Quando Hermione Granger varcò l'uscita della sala comune dei Grifondoro, ebbe la piena e tragica consapevolezza di buttarsi a capofitto nel baratro senza fine di cui Malfoy le aveva così gentilmente illustrato le particolarità. Una di queste, non a caso, consisteva nella dipartita dei suoi fragili nervi e di tutta la poca dignità che sentiva quasi per sbaglio starle ancora attaccata. Non si sarebbe poi sorpresa così tanto nel vedersi inciampare sulla soglia del burrone e cadere, franare giù come lui aveva ingegnosamente macchinato ai suoi danni, con il ghigno di Malfoy a valutarla sprezzante dall'alto.

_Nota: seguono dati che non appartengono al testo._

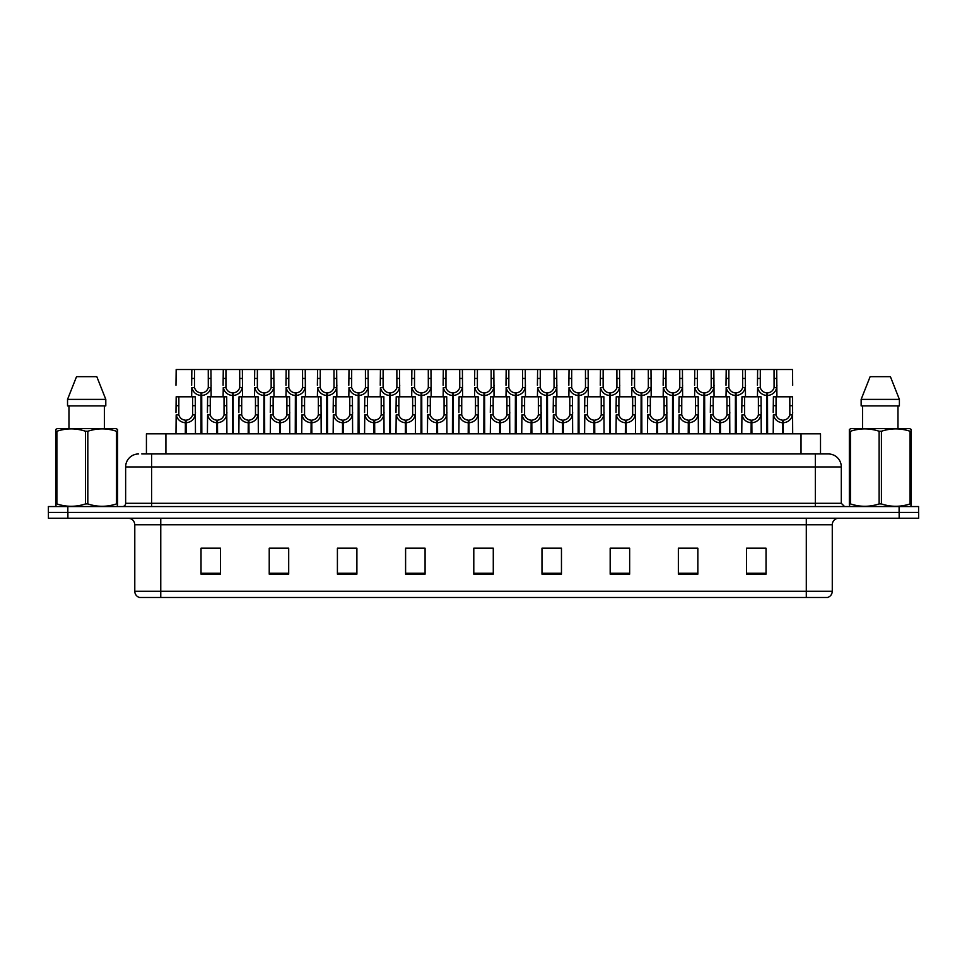 <?xml version="1.0" encoding="UTF-8"?>
<svg xmlns="http://www.w3.org/2000/svg" width="967" height="967" viewBox="0 0 967 967"><rect width="100%" height="100%" fill="white"/><g stroke="black" fill="none" stroke-linecap="round" stroke-linejoin="round"><path stroke-width="1.45" d="M146.428 453.946L146.428 433.82L820.512 433.82L820.512 453.946M832.273 591.236C832.091 594.354 830.532 596.434 827.595 597.473L806.297 597.473L806.297 591.236L832.273 591.236L832.273 524.743A6.491 6.491 0 0 1 838.776 518.239M806.297 597.473L139.466 597.473A6.491 6.491 0 0 1 134.788 591.236L134.788 524.743C134.401 520.79 132.237 518.626 128.297 518.239M899.165 518.239L918.65 518.239L918.65 512.401L48.35 512.401L48.35 506.551L67.835 506.551L67.835 512.401L899.165 512.401L899.165 518.239L48.41 518.239L48.41 512.401M766.033 574.156L766.033 548.18L746.548 548.18L746.548 574.156L766.033 574.156M697.848 574.156L697.848 548.18L678.363 548.18L678.363 574.156L697.848 574.156M629.65 574.156L629.65 548.18L610.177 548.18L610.177 574.156L629.65 574.156M561.464 574.156L561.464 548.18L541.979 548.18L541.979 574.156L561.464 574.156M220.512 574.156L220.512 548.18L201.027 548.18L201.027 574.156L220.512 574.156M288.698 574.156L288.698 548.18L269.225 548.18L269.225 574.156L288.698 574.156M356.896 574.156L356.896 548.18L337.41 548.18L337.41 574.156L356.896 574.156M425.081 574.156L425.081 548.18L405.596 548.18L405.596 574.156L425.081 574.156M493.279 574.156L493.279 548.18L473.794 548.18L473.794 574.156L493.279 574.156M918.65 518.239L918.65 512.401M620.911 548.313L614.891 548.18M683.766 548.18L693.508 548.313M762.31 548.18L756.375 548.18M746.633 548.18L766.033 548.313M416.547 548.313L410.624 548.18M353.68 548.313L347.757 548.18M338.015 548.18L356.896 548.313M275.148 548.313L284.89 548.313M212.281 548.18L206.261 548.18M558.044 548.18L552.024 548.18M542.282 548.313L561.464 548.313M479.414 548.313L489.157 548.313M425.081 548.313L405.596 548.313M220.512 548.313L201.027 548.313M629.65 548.313L610.177 548.313M142.076 453.946L825.153 453.946M141.786 453.946L151.614 453.946L151.614 466.94L125.637 466.94L125.637 503.311A3.252 3.252 0 0 1 122.386 506.551M138.619 453.946A12.994 12.994 0 0 0 125.637 466.94M828.32 453.946A12.994 12.994 0 0 1 841.302 466.94L815.326 466.94L815.326 453.946L828.115 453.946M841.302 466.94L841.302 503.311L844.554 506.551M918.59 506.551L918.59 512.401L918.59 506.551L67.835 506.551M200.967 433.82L201.088 392.904C197.751 392.566 195.552 390.801 194.488 387.622L194.524 369.527L210.939 369.527L211.132 396.796M200.967 395.503C196.132 394.959 193.086 392.324 191.829 387.622L191.647 396.796M191.647 385.289L191.853 369.527L194.524 369.527M201.704 433.82L201.704 392.904C205.04 392.566 207.24 390.801 208.292 387.622L208.268 369.527M201.704 392.904L201.825 433.82M201.088 392.904L201.088 433.82M211.132 385.289L210.963 387.622C209.706 392.324 206.66 394.959 201.825 395.503M191.853 369.527L176.175 369.527L175.982 385.289M185.301 433.82L185.41 420.186C182.074 419.835 179.886 418.07 178.822 414.891L178.859 396.796L195.261 396.796L195.467 433.82M185.301 422.772C180.454 422.228 177.408 419.605 176.163 414.891L175.982 433.82M175.982 412.571L176.175 396.796L178.859 396.796M186.039 433.82L186.039 420.186C189.375 419.835 191.563 418.07 192.626 414.891L192.59 396.796M186.039 420.186L186.148 433.82M185.41 420.186L185.41 433.82M195.467 412.571L195.286 414.891C194.041 419.605 190.995 422.228 186.148 422.772M117.188 506.551L117.599 503.928L116.451 503.928L116.451 431.246C106.938 428.103 97.401 428.103 87.816 431.246L85.519 431.246C76.018 428.103 66.469 428.103 56.884 431.246L55.735 431.246L55.735 429.457L57.246 428.623L55.735 429.457L55.735 504.75M87.816 431.246L87.816 503.928C97.316 507.071 106.866 507.071 116.451 503.928M87.816 503.928L85.519 503.928L85.519 431.246M56.884 431.246L56.884 503.928C66.385 507.071 75.934 507.071 85.519 503.928M56.884 503.928L55.735 503.928L56.146 506.551M117.599 438.365L117.599 429.457L116.088 428.623L117.599 429.457L117.599 431.246L116.451 431.246M116.088 428.623L57.246 428.623M96.809 376.671L105.802 399.395L96.809 376.671L76.526 376.671L67.533 399.395L67.533 405.898L105.802 405.898L105.802 399.395L67.533 399.395L76.526 376.671M68.959 405.898L68.959 428.623M104.376 428.623L104.376 405.898L104.376 428.623M117.599 431.246L117.599 504.75M910.793 506.551L911.192 503.928L910.044 503.928L910.044 431.246C900.543 428.103 891.006 428.103 881.421 431.246L879.124 431.246C869.611 428.103 860.074 428.103 850.489 431.246L849.34 431.246L849.34 429.457L850.839 428.623L849.34 429.457L849.34 504.75M881.421 431.246L881.421 503.928C890.921 507.071 900.47 507.071 910.044 503.928M881.421 503.928L879.124 503.928L879.124 431.246M850.489 431.246L850.489 503.928C859.989 507.071 869.538 507.071 879.124 503.928M850.489 503.928L849.34 503.928L849.751 506.551M911.192 438.365L911.192 429.457L909.693 428.623L911.192 429.457L911.192 431.246L910.044 431.246M909.693 428.623L850.839 428.623M890.414 376.671L899.395 399.395L890.414 376.671L870.131 376.671L861.138 399.395L861.138 405.898L899.395 405.898L899.395 399.395L861.138 399.395L870.131 376.671M862.552 405.898L862.552 428.623M897.98 428.623L897.98 405.898M911.192 431.246L911.192 504.75M232.406 433.82L232.515 392.904C229.179 392.566 226.979 390.801 225.927 387.622L225.952 369.527L242.366 369.527L242.572 396.796M232.406 395.503C227.559 394.959 224.513 392.324 223.256 387.622L223.087 396.796M223.087 385.289L223.28 369.527L225.952 369.527M233.144 433.82L233.144 392.904C236.468 392.566 238.668 390.801 239.731 387.622L239.695 369.527M233.144 392.904L233.252 433.82M232.515 392.904L232.515 433.82M242.572 385.289L242.391 387.622C241.146 392.324 238.087 394.959 233.252 395.503M263.834 433.82L263.943 392.904C260.619 392.566 258.419 390.801 257.355 387.622L257.391 369.527L273.806 369.527L273.999 396.796M263.834 395.503C258.999 394.959 255.941 392.324 254.696 387.622L254.514 396.796M254.514 385.289L254.72 369.527L257.391 369.527M264.571 433.82L264.571 392.904C267.907 392.566 270.107 390.801 271.159 387.622L271.135 369.527M264.571 392.904L264.68 433.82M263.943 392.904L263.943 433.82M273.999 385.289L273.818 387.622C272.573 392.324 269.527 394.959 264.68 395.503M295.261 433.82L295.382 392.904C292.046 392.566 289.846 390.801 288.795 387.622L288.819 369.527L305.234 369.527L305.439 396.796M295.261 395.503C290.426 394.959 287.38 392.324 286.123 387.622L285.954 396.796M285.954 385.289L286.147 369.527L288.819 369.527M295.999 433.82L295.999 392.904C299.335 392.566 301.535 390.801 302.598 387.622L302.562 369.527M295.999 392.904L296.12 433.82M295.382 392.904L295.382 433.82M305.439 385.289L305.258 387.622C304.001 392.324 300.955 394.959 296.12 395.503M326.701 433.82L326.81 392.904C323.474 392.566 321.286 390.801 320.222 387.622L320.258 369.527L336.661 369.527L336.867 396.796M326.701 395.503C321.854 394.959 318.808 392.324 317.563 387.622L317.381 396.796M317.381 385.289L317.587 369.527L320.258 369.527M327.438 433.82L327.438 392.904C330.774 392.566 332.962 390.801 334.026 387.622L333.99 369.527M327.438 392.904L327.547 433.82M326.81 392.904L326.81 433.82M336.867 385.289L336.685 387.622C335.44 392.324 332.394 394.959 327.547 395.503M210.939 369.527L223.28 369.527M242.366 369.527L254.72 369.527M273.806 369.527L286.147 369.527M305.234 369.527L317.587 369.527M216.729 433.82L216.85 420.186C213.514 419.835 211.314 418.07 210.25 414.891L210.286 396.796L226.701 396.796L226.894 433.82M216.729 422.772C211.894 422.228 208.848 419.605 207.591 414.891L207.409 433.82M207.409 412.571L207.615 396.796L210.286 396.796M217.466 433.82L217.466 420.186C220.802 419.835 223.002 418.07 224.054 414.891L224.03 396.796M217.466 420.186L217.575 433.82M216.85 420.186L216.85 433.82M226.894 412.571L226.725 414.891C225.468 419.605 222.422 422.228 217.575 422.772M248.168 433.82L248.277 420.186C244.941 419.835 242.741 418.07 241.69 414.891L241.714 396.796L258.129 396.796L258.334 433.82M248.168 422.772C243.321 422.228 240.275 419.605 239.018 414.891L238.849 433.82M238.849 412.571L239.042 396.796L241.714 396.796M248.906 433.82L248.906 420.186C252.23 419.835 254.43 418.07 255.493 414.891L255.457 396.796M248.906 420.186L249.015 433.82M248.277 420.186L248.277 433.82M258.334 412.571L258.153 414.891C256.896 419.605 253.85 422.228 249.015 422.772M279.596 433.82L279.705 420.186C276.381 419.835 274.181 418.07 273.117 414.891L273.153 396.796L289.568 396.796L289.762 433.82M279.596 422.772C274.749 422.228 271.703 419.605 270.458 414.891L270.276 433.82M270.276 412.571L270.482 396.796L273.153 396.796M280.333 433.82L280.333 420.186C283.669 419.835 285.857 418.07 286.921 414.891L286.897 396.796M280.333 420.186L280.442 433.82M279.705 420.186L279.705 433.82M289.762 412.571L289.58 414.891C288.335 419.605 285.289 422.228 280.442 422.772M311.023 433.82L311.144 420.186C307.808 419.835 305.608 418.07 304.557 414.891L304.581 396.796L320.996 396.796L321.189 433.82M311.023 422.772C306.188 422.228 303.142 419.605 301.885 414.891L301.716 433.82M301.716 412.571L301.909 396.796L304.581 396.796M311.761 433.82L311.761 420.186C315.097 419.835 317.297 418.07 318.348 414.891L318.324 396.796M311.761 420.186L311.882 433.82M311.144 420.186L311.144 433.82M321.189 412.571L321.02 414.891C319.763 419.605 316.717 422.228 311.882 422.772M342.463 433.82L342.572 420.186C339.236 419.835 337.048 418.07 335.984 414.891L336.02 396.796L352.423 396.796L352.629 433.82M342.463 422.772C337.616 422.228 334.57 419.605 333.325 414.891L333.144 433.82M333.144 412.571L333.337 396.796L336.02 396.796M343.2 433.82L343.2 420.186C346.537 419.835 348.724 418.07 349.788 414.891L349.752 396.796M343.2 420.186L343.309 433.82M342.572 420.186L342.572 433.82M352.629 412.571L352.447 414.891C351.202 419.605 348.156 422.228 343.309 422.772M373.891 433.82L374.011 420.186C370.675 419.835 368.475 418.07 367.412 414.891L367.448 396.796L383.863 396.796L384.056 433.82M373.891 422.772C369.056 422.228 366.01 419.605 364.752 414.891L364.571 433.82M364.571 412.571L364.777 396.796L367.448 396.796M374.628 433.82L374.628 420.186C377.964 419.835 380.164 418.07 381.216 414.891L381.191 396.796M374.628 420.186L374.749 433.82M374.011 420.186L374.011 433.82M384.056 412.571L383.887 414.891C382.63 419.605 379.584 422.228 374.749 422.772M405.33 433.82L405.439 420.186C402.103 419.835 399.903 418.07 398.851 414.891L398.875 396.796L415.29 396.796L415.496 433.82M405.33 422.772C400.483 422.228 397.437 419.605 396.18 414.891L396.011 433.82M396.011 412.571L396.204 396.796L398.875 396.796M406.067 433.82L406.067 420.186C409.392 419.835 411.591 418.07 412.655 414.891L412.619 396.796M406.067 420.186L406.176 433.82M405.439 420.186L405.439 433.82M415.496 412.571L415.314 414.891C414.057 419.605 411.011 422.228 406.176 422.772M436.758 433.82L436.866 420.186C433.542 419.835 431.342 418.07 430.279 414.891L430.315 396.796L446.73 396.796L446.923 433.82M436.758 422.772C431.911 422.228 428.865 419.605 427.619 414.891L427.438 433.82M427.438 412.571L427.644 396.796L430.315 396.796M437.495 433.82L437.495 420.186C440.831 419.835 443.019 418.07 444.083 414.891L444.058 396.796M437.495 420.186L437.604 433.82M436.866 420.186L436.866 433.82M446.923 412.571L446.742 414.891C445.497 419.605 442.451 422.228 437.604 422.772M468.185 433.82L468.306 420.186C464.97 419.835 462.77 418.07 461.718 414.891L461.743 396.796L478.157 396.796L478.351 433.82M468.185 422.772C463.35 422.228 460.304 419.605 459.047 414.891L458.878 433.82M458.878 412.571L459.071 396.796L461.743 396.796M468.922 433.82L468.922 420.186C472.259 419.835 474.459 418.07 475.51 414.891L475.486 396.796M468.922 420.186L469.043 433.82M468.306 420.186L468.306 433.82M478.351 412.571L478.182 414.891C476.924 419.605 473.878 422.228 469.043 422.772M499.625 433.82L499.734 420.186C496.397 419.835 494.21 418.07 493.146 414.891L493.182 396.796L509.585 396.796L509.79 433.82M499.625 422.772C494.778 422.228 491.732 419.605 490.487 414.891L490.305 433.82M490.305 412.571L490.511 396.796L493.182 396.796M500.362 433.82L500.362 420.186C503.698 419.835 505.886 418.07 506.95 414.891L506.913 396.796M500.362 420.186L500.471 433.82M499.734 420.186L499.734 433.82M509.79 412.571L509.609 414.891C508.364 419.605 505.318 422.228 500.471 422.772M531.052 433.82L531.173 420.186C527.837 419.835 525.637 418.07 524.573 414.891L524.61 396.796L541.024 396.796L541.218 433.82M531.052 422.772C526.217 422.228 523.171 419.605 521.914 414.891L521.733 433.82M521.733 412.571L521.938 396.796L524.61 396.796M531.79 433.82L531.79 420.186C535.126 419.835 537.326 418.07 538.377 414.891L538.353 396.796M531.79 420.186L531.91 433.82M531.173 420.186L531.173 433.82M541.218 412.571L541.049 414.891C539.791 419.605 536.745 422.228 531.91 422.772M562.492 433.82L562.601 420.186C559.264 419.835 557.065 418.07 556.013 414.891L556.037 396.796L572.452 396.796L572.657 433.82M562.492 422.772C557.645 422.228 554.599 419.605 553.342 414.891L553.172 433.82M553.172 412.571L553.366 396.796L556.037 396.796M563.229 433.82L563.229 420.186C566.553 419.835 568.753 418.07 569.817 414.891L569.781 396.796M563.229 420.186L563.338 433.82M562.601 420.186L562.601 433.82M572.657 412.571L572.476 414.891C571.219 419.605 568.173 422.228 563.338 422.772M593.919 433.82L594.028 420.186C590.704 419.835 588.504 418.07 587.44 414.891L587.477 396.796L603.892 396.796L604.085 433.82M593.919 422.772C589.084 422.228 586.026 419.605 584.781 414.891L584.6 433.82M584.6 412.571L584.805 396.796L587.477 396.796M594.657 433.82L594.657 420.186C597.993 419.835 600.193 418.07 601.244 414.891L601.22 396.796M594.657 420.186L594.765 433.82M594.028 420.186L594.028 433.82M604.085 412.571L603.904 414.891C602.659 419.605 599.613 422.228 594.765 422.772M625.347 433.82L625.468 420.186C622.132 419.835 619.932 418.07 618.88 414.891L618.904 396.796L635.319 396.796L635.512 433.82M625.347 422.772C620.512 422.228 617.466 419.605 616.209 414.891L616.039 433.82M616.039 412.571L616.233 396.796L618.904 396.796M626.084 433.82L626.084 420.186C629.42 419.835 631.62 418.07 632.672 414.891L632.648 396.796M626.084 420.186L626.205 433.82M625.468 420.186L625.468 433.82M635.512 412.571L635.343 414.891C634.086 419.605 631.04 422.228 626.205 422.772M656.786 433.82L656.895 420.186C653.559 419.835 651.371 418.07 650.308 414.891L650.344 396.796L666.746 396.796L666.952 433.82M656.786 422.772C651.939 422.228 648.893 419.605 647.648 414.891L647.467 433.82M647.467 412.571L647.672 396.796L650.344 396.796M657.524 433.82L657.524 420.186C660.86 419.835 663.048 418.07 664.111 414.891L664.075 396.796M657.524 420.186L657.633 433.82M656.895 420.186L656.895 433.82M666.952 412.571L666.771 414.891C665.526 419.605 662.48 422.228 657.633 422.772M688.214 433.82L688.335 420.186C684.999 419.835 682.799 418.07 681.735 414.891L681.771 396.796L698.186 396.796L698.379 433.82M688.214 422.772C683.379 422.228 680.333 419.605 679.076 414.891L678.894 433.82M678.894 412.571L679.1 396.796L681.771 396.796M688.951 433.82L688.951 420.186C692.287 419.835 694.487 418.07 695.539 414.891L695.515 396.796M688.951 420.186L689.072 433.82M688.335 420.186L688.335 433.82M698.379 412.571L698.21 414.891C696.953 419.605 693.907 422.228 689.072 422.772M719.653 433.82L719.762 420.186C716.426 419.835 714.226 418.07 713.175 414.891L713.199 396.796L729.614 396.796L729.819 433.82M719.653 422.772C714.806 422.228 711.76 419.605 710.503 414.891L710.334 433.82M710.334 412.571L710.527 396.796L713.199 396.796M720.391 433.82L720.391 420.186C723.715 419.835 725.915 418.07 726.979 414.891L726.942 396.796M720.391 420.186L720.5 433.82M719.762 420.186L719.762 433.82M729.819 412.571L729.638 414.891C728.393 419.605 725.335 422.228 720.5 422.772M751.081 433.82L751.19 420.186C747.866 419.835 745.666 418.07 744.602 414.891L744.638 396.796L761.053 396.796L761.247 433.82M751.081 422.772C746.246 422.228 743.188 419.605 741.943 414.891L741.762 433.82M741.762 412.571L741.967 396.796L744.638 396.796M751.818 433.82L751.818 420.186C755.154 419.835 757.354 418.07 758.406 414.891L758.382 396.796M751.818 420.186L751.927 433.82M751.19 420.186L751.19 433.82M761.247 412.571L761.065 414.891C759.82 419.605 756.774 422.228 751.927 422.772M782.508 433.82L782.629 420.186C779.293 419.835 777.093 418.07 776.042 414.891L776.066 396.796L792.481 396.796L792.686 433.82M782.508 422.772C777.673 422.228 774.627 419.605 773.37 414.891L773.201 433.82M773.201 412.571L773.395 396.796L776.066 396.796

Hermione credeva di non aver mai provato sentimenti più avversi per qualcuno; sentiva di detestarlo così ferocemente che nemmeno un vocabolario farcito degli insulti più crudeli e agghiaccianti avrebbe aiutato ad esprimere al meglio il concetto.
L'unica cosa che al momento le premeva era di fare ciò che lui desiderava, in modo da tirarsi fuori da quella farsa il prima possibile e poter dimenticare al più presto quell'assurda vicenda. Ne era certa, non si sarebbe trattato altro che di un caso isolato; e tra molti anni, quando avrebbe ripensato a quell'episodio in particolare, sarebbe stata addirittura capace di riderne.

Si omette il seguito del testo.